Kth Largest Element

Interview Prep

StandardHeap / Priority Queueheapquickselect

The problem

Given an unsorted array of integers and an integer k, return the k-th largest element. "Largest" is in sorted-descending order; k = 1 is the maximum. Equivalent problem: k-th smallest if you flip the comparison.

Three solutions worth knowing

This problem is special because three very different algorithms each apply, with different trade-offs.

Sort: O(n log n). Trivially correct. Right answer if k is large or the array is small.
Min-heap of size k: O(n log k). Streaming-friendly: works on any iterable without storing the whole array. The right answer when k ≪ n, or for top-k on a live stream.
Quickselect: O(n) expected time, O(n²) worst case (mitigated with random pivots). The right answer when you really do need linear time on a single static array.

Baseline: sort

def kth_largest_sort(nums: list[int], k: int) -> int:
    """O(n log n).  Trivial baseline."""
    return sorted(nums, reverse=True)[k - 1]

Heap of size k

import heapq

def kth_largest_heap(nums: list[int], k: int) -> int:
    """O(n log k).  Maintain a min-heap of size k; its root is the k-th largest."""
    h = []
    for x in nums:
        if len(h) < k:
            heapq.heappush(h, x)
        elif x > h[0]:
            heapq.heapreplace(h, x)         # pop + push in one step
    return h[0]

Quickselect (expected O(n))

Quickselect is quicksort that only recurses into the side containing the target index. The expected number of comparisons is linear because the recurrence T(n) = T(n/2) + n sums to 2n.

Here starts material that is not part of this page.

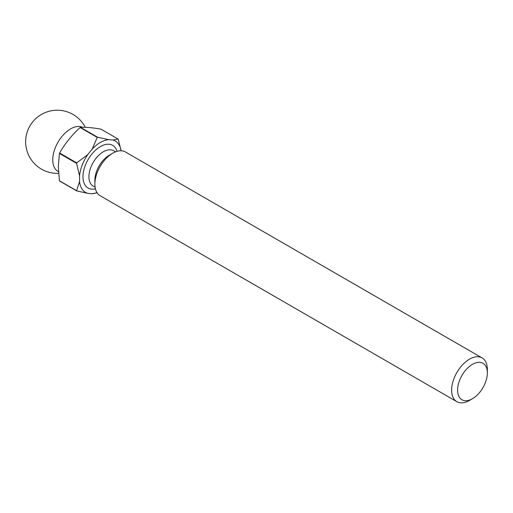 <?xml version="1.0" encoding="UTF-8"?>
<svg xmlns="http://www.w3.org/2000/svg" width="513" height="513" viewBox="0 0 513 513"><rect width="100%" height="100%" fill="white"/><g stroke="black" fill="none" stroke-linecap="round" stroke-linejoin="round"><path stroke-width="0.77" d="M487.35 372.925A21.046 12.152 120 0 0 472.467 364.333A21.046 12.152 120 0 0 457.583 390.111A21.046 12.152 120 0 0 472.467 398.704A21.046 12.152 120 0 0 487.35 372.925L487.35 369.488A25.259 14.582 -60 0 0 482.117 357.92A25.259 14.582 -60 0 0 462.655 364.692A25.259 14.582 -60 0 0 451.632 390.111A25.259 14.582 -60 0 0 456.859 401.673A25.259 14.582 -60 0 0 469.491 400.422L472.467 398.704M82.548 127.275A25.259 14.582 120 0 0 63.336 134.881A25.259 14.582 120 0 0 52.756 159.819A25.259 14.582 120 0 0 57.988 171.387L58.476 171.663M482.117 357.92L125.364 151.951A25.259 14.582 120 0 0 112.738 153.207L109.314 155.183A20.417 11.786 120 0 0 94.879 180.185L94.879 184.141A25.259 14.582 120 0 0 100.106 195.703L456.859 401.673M112.738 153.207A25.259 14.582 120 0 0 94.879 184.141M59.444 180.781A33.89 19.565 120 0 0 59.617 181.025L76.738 190.913A33.89 19.565 -60 0 1 76.572 190.669L59.444 180.781L58.309 166.462L59.444 153.458L76.572 163.346A33.89 19.565 -60 0 1 76.738 162.903L59.617 153.015A33.89 19.565 120 0 0 59.444 153.458M59.617 153.015C64.946 143.646 71.775 135.15 80.111 127.519L97.239 137.407A33.89 19.565 -60 0 1 97.579 137.208L80.451 127.32A33.89 19.565 120 0 0 80.111 127.519M80.451 127.32C85.78 127.064 92.616 127.673 100.946 129.154L118.073 139.042A33.89 19.565 -60 0 1 118.246 139.286L121.106 150.777A29.677 17.134 120 0 0 112.963 140.036L108.641 139.651A29.677 17.134 120 0 0 92.128 149.187L87.806 154.56A29.677 17.134 120 0 0 79.547 175.844L79.547 181.608A29.677 17.134 120 0 0 87.806 193.356L92.128 193.741A29.677 17.134 120 0 0 96.951 192.587M118.073 139.042L112.963 140.036M108.641 139.651L97.579 137.208M97.239 137.407L92.128 149.187M92.128 193.741L97.239 192.747M76.738 190.913L87.806 193.356M79.547 181.608L76.572 190.669M76.572 163.346L79.547 175.844M87.806 154.56L76.738 162.903M95.412 188.835A24.624 14.217 -60 0 1 82.971 176.748A24.624 14.217 -60 0 1 97.874 148.251A24.624 14.217 -60 0 1 117.073 151.316M115.508 151.854L113.572 150.732A20.417 11.786 120 0 0 97.836 156.202A20.417 11.786 120 0 0 88.922 176.748A20.417 11.786 120 0 0 93.154 186.097L95.091 187.219M85.286 127.314A31.575 31.575 0 0 0 25.65 141.774A31.575 31.575 0 0 0 58.591 173.317"/></g></svg>
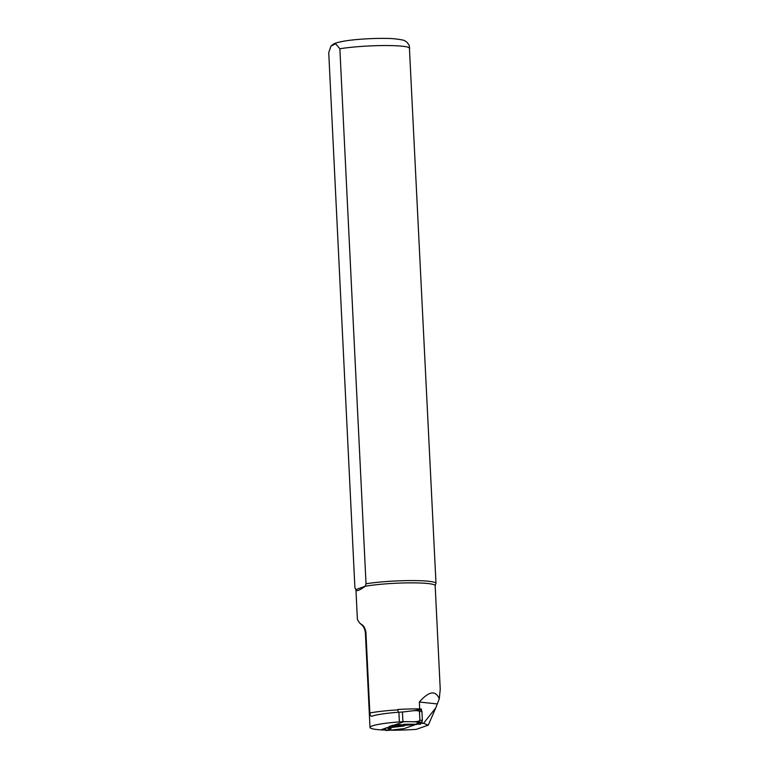 <?xml version="1.0" encoding="UTF-8"?>
<svg xmlns="http://www.w3.org/2000/svg" width="769" height="769" viewBox="0 0 769 769"><rect width="100%" height="100%" fill="white"/><g stroke="black" fill="none" stroke-linecap="round" stroke-linejoin="round"><path stroke-width="1.15" d="M393.324 729.868L404.1 728.618L415.904 724.446M420.46 722.437L420.547 724.215L416.904 723.302L421.797 722.12L422.364 720.322L419.874 720.217C419.499 721.197 417.25 721.716 413.126 721.755L402.898 721.601L402.427 712.036L413.338 710.739C417.048 710.469 419.086 710.767 419.451 711.642L419.874 720.217M394.805 729.733L386.201 730.531L391.056 728.704L387.441 728.272L388.48 727.839L404.138 725.974L389.018 726.57L392.901 725.196L403.706 724.888L403.84 724.254L420.547 724.215M404.138 725.974L404.283 725.33L416.606 724.465M388.48 727.839L388.749 726.965L399.736 726.532M385.423 728.233L386.125 730.55L394.064 729.81M419.451 711.642L421.931 711.412L422.364 720.322M421.931 711.412L421.268 709.998L413.338 710.739M389.96 730.194A38.652 4.239 -2.8 0 0 416.308 729.358L428.314 725.119L423.517 723.35L435.773 707.874L439.272 698.81L440.243 689.322L435.167 585.67L435.985 583.181L409.3 45.659C407.801 42.997 406.436 41.478 405.196 41.113C405.013 40.363 401.293 39.575 394.055 38.748C380.924 37.71 356.143 38.94 343.407 41.238C334.486 43.131 334.438 43.151 330.901 46.169L335.63 43.756L339.86 48.764L366.025 583.786A40.68 4.46 -2.8 0 1 409.223 580.585A40.68 4.46 -2.8 0 1 435.985 583.181M366.025 583.786L365.208 586.276A39.671 4.345 -2.8 0 1 408.983 582.864A39.671 4.345 -2.8 0 1 435.167 585.67M355.932 589.554L365.208 586.276C359.248 590.602 356.153 591.697 355.932 589.573L354.903 587.718L328.738 52.686L330.901 46.169M389.047 726.955L404.071 721.649L399.38 721.908L398.909 712.209A38.652 4.239 177.2 0 0 372.657 715.929C371.177 716.862 370.245 715.881 369.851 712.988L365.89 631.983C364.987 627.84 363.477 625.303 361.382 624.37L359.527 622.909L357.402 619.593L355.932 589.573M439.272 698.81C435.59 690.043 428.948 691.11 419.365 702.02L419.701 708.883A39.671 4.345 177.2 0 0 397.784 709.489L398.246 712.257M387.403 727.532L380.886 729.839L385.519 729.598M385.654 730.098A38.652 4.239 -2.8 0 1 370.004 727.464A38.652 4.239 -2.8 0 1 399.38 721.908M423.517 723.35L420.499 723.245M436.936 703.904L419.365 702.02M419.701 708.883L421.422 709.066L421.47 710.056M422.046 721.918L422.104 723.206M435.773 707.874L428.314 725.119M398.909 712.209L402.706 711.998M355.941 589.66L354.903 587.718M421.422 709.066L414.26 710.652M421.201 710.018L414.078 710.671M403.706 724.888L395.997 724.494M413.126 721.755L421.797 722.12M369.851 712.988A39.671 4.345 -2.8 0 1 397.804 709.893M339.86 48.764A40.68 4.46 -2.8 0 1 383.058 45.554A40.68 4.46 -2.8 0 1 409.819 48.149M361.382 624.37A42.228 4.633 -2.8 0 0 361.661 624.822C361.584 624.841 364.564 626.591 365.371 632.724A38.652 4.239 -2.8 0 1 365.89 631.983M417.903 710.306L417.855 709.374M365.371 632.724L370.004 727.464M361.661 624.822L359.527 622.909"/></g></svg>

Pivot selection matters: a deterministic "first element" pivot causes O(n²) on sorted input; a random pivot makes the worst case astronomically unlikely. Median-of-medians selects a pivot deterministically in linear time and gives O(n) worst-case — beautiful theoretically, rarely used in practice because of the constant factor.

import random

def kth_largest(nums: list[int], k: int) -> int:
    """O(n) average via quickselect.  Find element at index k-1 in a sorted-desc view."""
    target = k - 1                          # 0-indexed position in the sorted-desc array
    lo, hi = 0, len(nums) - 1
    a = nums[:]                             # don't mutate caller's array

    while True:
        pivot_idx = partition(a, lo, hi)
        if pivot_idx == target:
            return a[pivot_idx]
        if pivot_idx < target:
            lo = pivot_idx + 1
        else:
            hi = pivot_idx - 1

def partition(a, lo, hi):
    """Lomuto-style partition around a RANDOM pivot, sorting DESC.
    Returns the final index of the pivot.
    Elements left of pivot >= pivot value; elements right of pivot < pivot value.
    """
    p = random.randint(lo, hi)
    a[p], a[hi] = a[hi], a[p]
    pivot = a[hi]
    store = lo
    for i in range(lo, hi):
        if a[i] > pivot:                    # use >= to handle duplicates more evenly
            a[i], a[store] = a[store], a[i]; store += 1
    a[store], a[hi] = a[hi], a[store]
    return store

Trace

nums = [3, 2, 1, 5, 6, 4], k = 2

Heap walk (k=2):
  x=3: h=[3]
  x=2: h=[2, 3]      (size 2)
  x=1: 1 <= h[0]=2, skip
  x=5: 5 > 2, replace top: h=[3, 5]
  x=6: 6 > 3, replace top: h=[5, 6]
  x=4: 4 <= 5, skip

return h[0] = 5    (2nd largest)

Quickselect (target index 1, i.e. 2nd largest):
  partition entire array around some pivot, say 4:
    rearranged to [5, 6, 4, 1, 2, 3] (>= 4 on left, < 4 on right; pivot at index 2)
    pivot_idx = 2, target = 1.   pivot_idx > target -> hi = 1.
  partition [5, 6] around some pivot, say 6:
    [6, 5], pivot 6 ends at index 0.
    pivot_idx = 0, target = 1.   pivot_idx < target -> lo = 1.
  partition [5] around 5:
    pivot_idx = 1, target = 1.   match -> return a[1] = 5.

Complexity summary

Sort: O(n log n) time, O(n) space (or in-place).
Heap: O(n log k) time, O(k) space.
Quickselect: O(n) expected, O(n²) worst; O(log n) stack on average.

Variations worth knowing

Top-k frequent elements: heap of size k over (count, value). Or bucket-sort by frequency for O(n).
k-th smallest in a streaming setting: max-heap of size k; replace the root whenever a smaller value arrives. Symmetric to the top-k heap.
Median of a stream: two heaps (see Find Median from Data Stream).
k-th smallest in a sorted matrix: binary search on the value range, count entries ≤ midpoint with a staircase walk. Or a heap of size k.
Selection in unsorted external memory: sample buckets, count, recurse into the right one. Used in distributed databases for approximate quantiles.